A Cross Attention Approach to Diagnostic Explainability using Clinical Practice Guidelines for Depression
- URL: http://arxiv.org/abs/2311.13852v4
- Date: Fri, 18 Oct 2024 13:21:49 GMT
- Title: A Cross Attention Approach to Diagnostic Explainability using Clinical Practice Guidelines for Depression
- Authors: Sumit Dalal, Deepa Tilwani, Kaushik Roy, Manas Gaur, Sarika Jain, Valerie Shalin, Amit Sheth,
- Abstract summary: We develop a method to enhance attention in popular transformer models and generate clinician-understandable explanations for classification.
Inspired by how clinicians rely on their expertise when interacting with patients, we leverage relevant clinical knowledge to model patient inputs.
We develop such a system in the context of Mental Health (MH) using clinical practice guidelines (CPG) for diagnosing depression.
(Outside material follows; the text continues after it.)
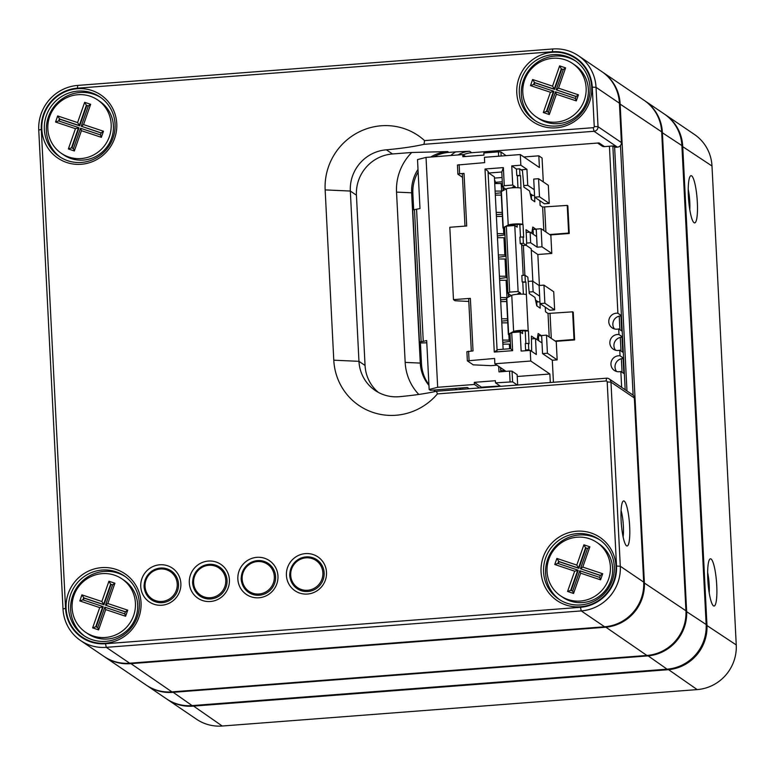 <?xml version="1.0" encoding="UTF-8"?>
<svg xmlns="http://www.w3.org/2000/svg" width="775" height="775" viewBox="0 0 775 775"><rect width="100%" height="100%" fill="white"/><g stroke="black" fill="none" stroke-linecap="round" stroke-linejoin="round"><path stroke-width="1.16" d="M418.006 169.347A38.74 37.723 -55.8 0 0 411.641 192.801L420.273 363.078A38.74 37.723 -55.8 0 0 428.943 385.378M418.132 171.943A38.74 37.723 124.2 0 0 412.862 193.624L413.676 209.676M420.418 342.647L421.493 363.911A38.74 37.723 124.2 0 0 428.904 384.613M398.892 396.732C413.869 395.366 426.405 393.535 436.49 391.239L606.534 378.2A4.301 4.195 124.2 0 1 610.971 382.133L620.291 566.244A41.976 40.862 124.2 0 1 581.231 610.913L106.282 647.338A41.976 40.862 124.2 0 1 80.61 640.567A41.976 40.862 124.2 0 1 63.008 608.985L38.75 130.064A41.976 40.862 124.2 0 1 77.81 85.405L552.769 48.98A41.976 40.862 124.2 0 1 578.441 55.752A41.976 40.862 124.2 0 1 596.033 87.323L598.029 126.703A4.301 4.195 124.2 0 1 594.018 131.285L423.983 144.324C413.927 146.62 401.392 148.451 386.386 149.817A38.74 37.723 -55.8 0 0 350.329 191.047L358.961 361.334A38.74 37.723 -55.8 0 0 375.197 390.474A38.74 37.723 -55.8 0 0 398.892 396.732M552.342 52.293A38.207 37.2 124.2 0 1 587.663 106.475A38.207 37.2 124.2 0 1 522.767 111.445A38.207 37.2 124.2 0 1 552.342 52.293M576.61 531.214A38.207 37.2 124.2 0 1 611.93 585.396A38.207 37.2 124.2 0 1 547.034 590.366A38.207 37.2 124.2 0 1 576.61 531.214M77.393 88.718A38.207 37.2 124.2 0 1 112.704 142.9A38.207 37.2 124.2 0 1 47.808 147.88A38.207 37.2 124.2 0 1 77.393 88.718M101.651 567.639A38.207 37.2 124.2 0 1 136.972 621.821A38.207 37.2 124.2 0 1 72.075 626.801A38.207 37.2 124.2 0 1 101.651 567.639M325.151 189.904A60.266 58.677 124.2 0 1 359.251 131.847A60.266 58.677 124.2 0 1 424.574 140.614L593.253 127.681A1.075 1.046 -55.8 0 0 594.251 126.538L592.255 87.158A38.74 37.723 -55.8 0 0 552.323 51.76L77.364 88.185A38.74 37.723 -55.8 0 0 41.307 129.415L65.565 608.336A38.74 37.723 -55.8 0 0 105.507 643.734L580.465 607.3A38.74 37.723 -55.8 0 0 616.522 566.079L607.193 381.959A1.075 1.046 -55.8 0 0 606.079 380.971L437.41 393.913A60.266 58.677 124.2 0 1 373.472 412.591A60.266 58.677 124.2 0 1 333.783 360.191L325.151 189.904L350.329 191.047L356.432 195.193L365.054 365.471A38.74 37.723 -55.8 0 0 378.355 392.392M305.437 553.612A20.45 19.908 124.2 0 1 324.338 582.606A20.45 19.908 124.2 0 1 289.608 585.27A20.45 19.908 124.2 0 1 305.437 553.612M256.883 557.332A20.45 19.908 124.2 0 1 275.784 586.336A20.45 19.908 124.2 0 1 241.054 589A20.45 19.908 124.2 0 1 256.883 557.332M208.33 561.061A20.45 19.908 124.2 0 1 227.24 590.056A20.45 19.908 124.2 0 1 192.5 592.72A20.45 19.908 124.2 0 1 208.33 561.061M159.786 564.781A20.45 19.908 124.2 0 1 178.686 593.786A20.45 19.908 124.2 0 1 143.947 596.44A20.45 19.908 124.2 0 1 159.786 564.781M621.124 520.567A22.601 4.078 -94.4 0 1 622.945 501.367A22.601 4.078 -94.4 0 1 629.455 523.154A22.601 4.078 -94.4 0 1 626.345 545.668A22.601 4.078 -94.4 0 1 621.124 520.567M80.61 640.567L103.995 656.435A41.976 40.862 -55.8 0 0 129.667 663.206L604.616 626.781A41.976 40.862 -55.8 0 0 643.686 582.112L634.357 398.001A4.301 4.195 -55.8 0 0 632.545 394.756L609.16 378.888M612.87 145.971L613.722 146.543A4.301 4.195 -55.8 0 0 616.357 147.24L617.413 147.153A4.301 4.195 -55.8 0 0 621.414 142.571L619.419 103.201A41.976 40.862 -55.8 0 0 601.826 71.62L578.441 55.752M102.164 570.042A36.057 35.098 -55.8 0 0 69.934 596.711A36.057 35.098 -55.8 0 0 83.729 635.529A36.057 35.098 -55.8 0 0 133.019 625.406A36.057 35.098 -55.8 0 0 124.213 575.864A36.057 35.098 -55.8 0 0 102.164 570.042M125.221 576.571A36.057 35.098 -55.8 0 0 104.199 571.417A36.057 35.098 -55.8 0 0 72.143 597.486A36.057 35.098 -55.8 0 0 84.756 636.197M77.907 91.121A36.057 35.098 -55.8 0 0 45.677 117.79A36.057 35.098 -55.8 0 0 59.462 156.608A36.057 35.098 -55.8 0 0 108.752 146.485A36.057 35.098 -55.8 0 0 99.956 96.943A36.057 35.098 -55.8 0 0 77.907 91.121M100.953 97.65A36.057 35.098 -55.8 0 0 79.941 92.496A36.057 35.098 -55.8 0 0 47.885 118.565A36.057 35.098 -55.8 0 0 60.498 157.277M535.457 120.852A36.057 35.098 124.2 0 1 522.844 82.14A36.057 35.098 124.2 0 1 554.89 56.071A36.057 35.098 124.2 0 1 575.912 61.225M552.866 54.696A36.057 35.098 -55.8 0 0 520.635 81.365A36.057 35.098 -55.8 0 0 534.421 120.183A36.057 35.098 -55.8 0 0 583.711 110.06A36.057 35.098 -55.8 0 0 574.914 60.508A36.057 35.098 -55.8 0 0 552.866 54.696M577.123 533.617A36.057 35.098 -55.8 0 0 544.893 560.286A36.057 35.098 -55.8 0 0 558.688 599.104A36.057 35.098 -55.8 0 0 607.978 588.981A36.057 35.098 -55.8 0 0 599.172 539.429A36.057 35.098 -55.8 0 0 577.123 533.617M559.715 599.773A36.057 35.098 124.2 0 1 547.102 561.061A36.057 35.098 124.2 0 1 579.158 534.992A36.057 35.098 124.2 0 1 600.179 540.146M623.11 536.91A17.224 3.11 85.6 0 0 621.085 510.522M463.13 154.845A26.902 26.195 124.2 0 1 471.704 152.714L599.065 142.939L604.471 146.611L614.323 145.855L616.357 147.24M386.386 149.817L392.489 153.963L411.748 152.481L447.698 151.571A38.74 37.723 -55.8 0 0 430.697 157.044M450.798 155.504A30.138 29.334 124.2 0 1 455.671 151.881L448.919 152.394A38.74 37.723 124.2 0 0 433.797 156.812M455.671 151.881L469.582 151.27A26.902 26.195 -55.8 0 0 457.986 154.952M456.475 389.709A30.138 29.334 124.2 0 1 455.526 388.372M435.521 391.433A38.74 37.723 124.2 0 1 433.874 390.038M418.8 394.446A51.663 50.297 124.2 0 1 405.17 362.4L396.538 192.113A51.663 50.297 124.2 0 1 411.748 152.481M392.489 153.963A38.74 37.723 -55.8 0 0 356.432 195.193M459.575 388.062A26.902 26.195 -55.8 0 0 460.641 389.389M461.551 389.312A26.902 26.195 124.2 0 1 460.631 387.984M433.632 390.058A38.74 37.723 -55.8 0 0 435.414 391.452M597.612 143.055L601.836 145.913A4.301 4.195 -55.8 0 0 604.471 146.611M437.41 393.913L436.49 391.239M423.983 144.324L424.574 140.614M498.654 156.211L498.432 151.852L483.871 152.966L483.978 155.097L462.869 156.715L462.762 154.593L465.591 156.511M501.154 156.027L500.95 151.968L506.046 155.649M498.432 151.852L500.95 151.968M419.44 341.891L412.726 209.977L419.992 208.553L417.512 159.592L426.027 157.403L462.762 154.593M426.793 342.812L420.873 342.967L419.411 341.94L423.266 341.397L416.582 209.424M426.027 157.403L437.672 387.287L429.156 389.476L426.676 340.525L423.266 341.397M429.156 389.476L430.377 390.309L467.315 387.471L469.175 388.73M481.449 387.791L481.411 387.171L500.127 385.989M517.303 385.039L512.595 381.852L495.516 382.85L495.409 380.719L474.3 382.346L481.411 387.171M479.512 387.936L474.407 384.468L474.3 382.346M474.407 384.468L437.672 387.287M500.621 386.318L495.516 382.85M512.595 381.852L512.062 371.206L517.138 374.654L517.661 385.01M512.062 371.206L509.543 371.089L510.076 381.736M498.703 366.381L498.984 371.903L509.543 371.089M510.367 341.329L502.781 342.395M502.665 340.089L509.146 340.099L510.347 340.913M501.783 322.846L507.77 322.855M507.654 320.569L501.696 321.112M501.58 318.806L507.567 318.816M500.708 301.562L506.695 301.572M506.579 299.286L500.621 299.828M500.505 297.513L507.208 297.677M499.633 280.279L506.114 280.288L507.315 281.093M507.131 277.479L499.546 278.545M499.429 276.229L505.91 276.239L507.112 277.053M498.558 258.995L505.038 259.005L506.24 259.809M506.056 256.196L498.47 257.261M498.344 254.946L504.835 254.956L506.027 255.769M497.472 237.702L503.963 237.712L505.155 238.526M504.971 234.903L497.385 235.968M497.269 233.662L503.76 233.672L504.951 234.486M509.146 340.099L508.875 334.684M509.592 348.769L509.349 344.139L510.551 344.952M502.868 344.129L509.349 344.139M506.995 297.522L506.114 280.288M505.91 276.239L505.038 259.005M504.835 254.956L503.963 237.712M503.76 233.672L503.479 228.257M496.397 216.419L502.374 216.428M495.322 195.135L501.299 195.145M496.194 212.379L502.171 212.389M495.118 191.086L501.599 191.096L501.222 183.539L502.413 184.353M494.731 183.53L501.222 183.539M508.536 296.99L508.361 293.628M503.14 190.563L502.975 187.201M502.258 214.142L496.31 214.685M501.183 192.859L495.235 193.401M503.13 349.263L494.392 176.874L488.696 173.009L488.017 171.227L485.005 169.018L503.372 167.603L504.283 185.7L502.539 186.911L505.842 189.148M522.466 330.78L522.612 333.579L520.17 331.923L511.723 332.572L512.643 350.658L494.276 352.073L485.005 169.018M494.276 352.073L497.647 349.68L510.735 348.673L509.979 333.773L511.723 332.572M488.017 171.227L497.104 350.639M520.606 294.122L520.558 293.134L518.117 291.478L509.679 292.127L507.935 293.338L511.238 295.575M520.558 293.134L518.446 293.299L517.187 294.306M518.727 332.029L518.669 331.002M520.413 332.088L520.354 330.847M518.494 294.209L518.446 293.299M504.651 228.451A6.462 0.901 -2.9 0 1 502.965 227.937A6.462 0.901 -2.9 0 1 503.227 227.656L508.216 225.05A7.537 1.056 -2.9 0 1 515.801 223.927A7.537 1.056 -2.9 0 1 522.815 224.43L519.647 224.672A4.301 0.601 177.1 0 0 515.637 224.382A4.301 0.601 177.1 0 0 511.306 225.031L509.669 225.883M510.88 225.796L510.861 225.263M502.965 227.937L501.125 191.754A6.462 0.901 -2.9 0 1 501.396 191.473L506.385 188.868A7.537 1.056 -2.9 0 1 513.97 187.734A7.537 1.056 -2.9 0 1 520.984 188.248L520.538 175.615L517.371 175.857L517.971 187.734M531.534 199.514L531.33 195.6L534.498 195.358L534.827 201.752L531.369 199.398L529.567 190.989L523.871 187.124L522.457 170.742L519.608 168.814L516.441 169.057L516.76 175.441L520.538 175.615M516.76 175.441L517.371 175.857M519.608 168.814L519.928 175.198M532.88 195.484L530.129 193.614M531.776 233.256L532.774 227.075L536.222 229.419L536.591 235.833M523.377 243.311L520.219 243.553L519.889 237.169L523.057 236.927L523.377 243.311L526.225 245.239L526.68 242.459L526.031 229.691L529.674 232.161M523.018 224.566L523.667 237.334L523.057 236.927M520.219 243.553L523.057 245.481L526.225 245.239M532.425 229.226L536.222 229.419M535.632 235.871L536.552 235.803M533.064 229.662L533.297 234.282M549.659 234.534L568.637 233.072L567.232 205.404L567.842 205.821L569.247 233.488L550.269 234.941M539.875 200.725L540.107 205.336L542.636 207.041L567.232 205.404M568.637 233.072L569.247 233.488M519.851 224.808L520.48 237.121M496.949 365.19L490.875 365.655L473.254 364.851L467.354 360.85L494.595 358.457L494.867 363.775L530.759 361.024L530.216 350.377L521.139 351.075L520.17 331.923M530.216 350.377L536.319 354.524L535.506 338.559L531.563 338.859M550.298 382.511L549.872 373.996L517.235 376.495M530.759 361.024L549.872 373.996M494.867 363.775L506.046 371.361M462.51 177.31L457.899 174.181L457.434 165.027L484.675 162.634L484.414 157.306L520.296 154.554L539.41 167.526L538.819 155.823L542.074 158.032L543.285 181.902M467.354 360.85L466.889 351.695L473.031 350.92L470.367 298.346L468.662 298.782L471.307 351.056M457.899 174.181L459.604 173.745L459.139 164.591M469.059 360.414L468.594 351.259M468.798 301.465L455.099 300.748L453.472 299.644L449.81 227.269L466.695 225.98L464.031 173.397L462.326 173.842L464.981 226.106M453.472 299.644L470.367 298.346M459.604 173.745L464.031 173.397M497.317 183.539L495.496 182.299L494.537 179.8M462.82 389.215L462.752 387.82M538.819 155.823L523.852 156.967M534.256 189.72L534.634 197.17L544.389 203.796L549.243 203.418L548.332 185.322L538.567 178.705L533.713 179.073L534.256 189.72L527.746 185.303L526.932 169.338L520.839 165.201L511.762 165.898L516.441 169.076M526.932 169.338L521.052 169.793M542.016 246.818L537.162 247.186L536.252 229.1L541.105 228.722L542.016 246.818L551.781 253.444L537.85 254.51L531.262 250.044M551.781 253.444L550.86 235.348L541.105 228.722M532.851 281.257L531.195 248.717L526.089 245.249M524.888 275.251L523.377 245.462M553.428 382.269L552.313 360.239L557.167 359.871L556.256 341.775L546.491 335.149L547.412 353.245L557.167 359.871M552.313 360.239L542.558 353.613L547.412 353.245M542.558 353.613L541.638 335.527L546.491 335.149M510.037 334.877A6.462 0.901 -2.9 0 1 508.352 334.364A6.462 0.901 -2.9 0 1 508.623 334.083L513.612 331.477A7.537 1.056 -2.9 0 1 521.188 330.353A7.537 1.056 -2.9 0 1 528.211 330.857L525.043 331.099A4.301 0.601 177.1 0 0 521.033 330.809A4.301 0.601 177.1 0 0 516.702 331.458L515.055 332.31M516.276 332.223L516.247 331.69M508.352 334.364L506.521 298.181A6.462 0.901 -2.9 0 1 506.782 297.9L511.771 295.294A7.537 1.056 -2.9 0 1 519.357 294.161A7.537 1.056 -2.9 0 1 526.38 294.674L525.934 282.042L522.767 282.284L523.367 294.161M536.92 305.941L536.726 302.027L539.894 301.785L540.214 308.179L536.755 305.825L534.953 297.416L529.267 293.551L527.843 277.169L524.995 275.241L521.837 275.483L522.156 281.868L525.934 282.042M522.156 281.868L522.767 282.284M524.995 275.241L525.324 281.625M538.276 301.911L535.525 300.041M539.642 296.147L540.02 303.597L549.785 310.223L554.638 309.845L553.718 291.749L543.963 285.132L539.1 285.5L539.642 296.147L533.132 291.729L532.599 281.083L528.647 281.393M529.189 292.03L533.132 291.729M537.162 339.683L538.16 333.502L541.618 335.846L541.977 342.259M528.773 349.738L525.605 349.98L525.285 343.596L528.453 343.354L528.773 349.738L529.771 350.416M528.414 330.993L529.063 343.761L528.453 343.354M525.605 349.98L526.603 350.658M531.669 351.366L531.417 336.118L535.06 338.588M537.811 335.653L541.618 335.846M541.028 342.298L541.938 342.23M538.451 336.088L538.683 340.709M555.055 340.961L574.023 339.498L572.628 311.831L573.238 312.248L574.633 339.915L555.665 341.368M545.271 307.152L545.503 311.763L548.022 313.468L572.628 311.831M574.023 339.498L574.633 339.915M525.247 331.235L525.867 343.548M542.016 342.976L535.506 338.559M540.02 303.597L544.873 303.219L554.638 309.845M543.963 285.132L544.873 303.219M539.1 285.5L532.599 281.083M539.419 285.481L537.85 254.51M537.162 247.186L530.652 242.769L530.119 232.132L536.62 236.549M526.574 243.088L530.652 242.769M534.634 197.17L539.487 196.792L549.243 203.418M538.567 178.705L539.487 196.792M520.839 165.201L520.296 154.554M526.167 232.432L530.119 232.132M523.793 185.603L527.746 185.303M523.193 275.377L521.633 244.513M515.22 187.695L515.172 186.707L512.73 185.051L511.762 165.898M518.117 291.478L514.774 225.496L517.216 227.153L517.08 224.353M515.172 186.707L513.06 186.872L511.791 187.879M515.026 225.661L514.958 224.421M513.108 187.782L513.06 186.872M513.331 225.602L513.283 224.576M514.774 225.496L506.337 226.145L504.593 227.346L507.935 293.338M502.539 186.911L501.783 172.011L503.372 167.603M506.337 226.145L509.679 292.127M512.73 185.051L504.283 185.7M510.735 348.673L512.643 350.658M488.696 173.009L501.783 172.011M502.064 177.514L494.46 178.095M502.278 181.776L495.496 182.299M503.372 187.472L503.517 190.359M508.768 293.899L508.913 296.786M500.912 370.702L504.661 370.421M498.916 386.454L498.897 385.931M614.439 328.92A8.07 7.857 124.2 0 1 621.443 315.968M615.515 350.213A8.07 7.857 124.2 0 1 622.528 337.251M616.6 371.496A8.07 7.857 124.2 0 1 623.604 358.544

- Score: 13.000907040545583
- License:
- Abstract: The lack of explainability using relevant clinical knowledge hinders the adoption of Artificial Intelligence-powered analysis of unstructured clinical dialogue. A wealth of relevant, untapped Mental Health (MH) data is available in online communities, providing the opportunity to address the explainability problem with substantial potential impact as a screening tool for both online and offline applications. We develop a method to enhance attention in popular transformer models and generate clinician-understandable explanations for classification by incorporating external clinical knowledge. Inspired by how clinicians rely on their expertise when interacting with patients, we leverage relevant clinical knowledge to model patient inputs, providing meaningful explanations for classification. This will save manual review time and engender trust. We develop such a system in the context of MH using clinical practice guidelines (CPG) for diagnosing depression, a mental health disorder of global concern. We propose an application-specific language model called ProcesS knowledge-infused cross ATtention (PSAT), which incorporates CPGs when computing attention. Through rigorous evaluation on three expert-curated datasets related to depression, we demonstrate application-relevant explainability of PSAT. PSAT also surpasses the performance of nine baseline models and can provide explanations where other baselines fall short. We transform a CPG resource focused on depression, such as the Patient Health Questionnaire (e.g. PHQ-9) and related questions, into a machine-readable ontology using SNOMED-CT. With this resource, PSAT enhances the ability of models like GPT-3.5 to generate application-relevant explanations.